What Your Psychic Isn’t Telling You Could Impact Your Future!

I’m a psychic.*

Close your eyes. Send me your thoughts. Now, let me describe you:

You have a need for other people to like and admire you, and yet you tend to be critical of yourself. While you have some personality weaknesses you are generally able to compensate for them. You have considerable unused capacity that you have not turned to your advantage. Disciplined and self-controlled on the outside, you tend to be worrisome and insecure on the inside. At times you have serious doubts as to whether you have made the right decision or done the right thing. You prefer a certain amount of change and variety and become dissatisfied when hemmed in by restrictions and limitations. You also pride yourself as an independent thinker and do not accept others’ statements without satisfactory proof. But you have found it unwise to be too frank in revealing yourself to others. At times you are extroverted, affable, and sociable, while at other times you are introverted, wary, and reserved. Some of your aspirations tend to be rather unrealistic.

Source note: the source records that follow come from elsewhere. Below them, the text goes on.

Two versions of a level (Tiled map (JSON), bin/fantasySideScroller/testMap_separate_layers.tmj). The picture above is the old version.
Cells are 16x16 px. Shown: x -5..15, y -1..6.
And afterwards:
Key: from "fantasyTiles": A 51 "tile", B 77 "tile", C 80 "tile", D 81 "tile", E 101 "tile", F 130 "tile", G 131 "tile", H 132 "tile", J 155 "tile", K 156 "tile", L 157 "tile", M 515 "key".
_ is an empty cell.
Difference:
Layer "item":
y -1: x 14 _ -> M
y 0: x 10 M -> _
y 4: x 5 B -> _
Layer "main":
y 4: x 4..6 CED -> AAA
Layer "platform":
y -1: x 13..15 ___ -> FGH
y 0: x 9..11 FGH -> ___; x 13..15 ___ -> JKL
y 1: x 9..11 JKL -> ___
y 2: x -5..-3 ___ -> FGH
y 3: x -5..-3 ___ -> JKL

In 1948 Psychologist Bertram R. Foyer gave students a personality test and then delivered the above paragraph as a personalized analysis of their results. Every student received the same paragraph. He had lifted it from a local paper’s astrology column.

He found that most people felt like that description was highly accurate (over 80%). His results have been replicated multiple times with similar results.

The technical name for this phenomena now bears his name: the Forer Effect.

It turns out that if someone suggests some ambiguous detail as specifically defining us, we have a natural disposition to rate it as highly accurate even if it generally could be applied to anyone (meaning it’s not actually distinctive!).

While outside of your horoscope this typically isn’t a problem, it is a reminder of how subconsciously suggestible we all can be.

As a rule, beware of vague compliments and personality tests from strangers in general. One thing the psychology literature has been clear on is that we have many identities, which makes for lots of ways can easily be distracted or misled.

Embrace your complexity.

We all contain multitudes.

*I’m not a psychic, but if I were, I’d like to be as entertaining as Miss Cleo – just without the whole criminal part.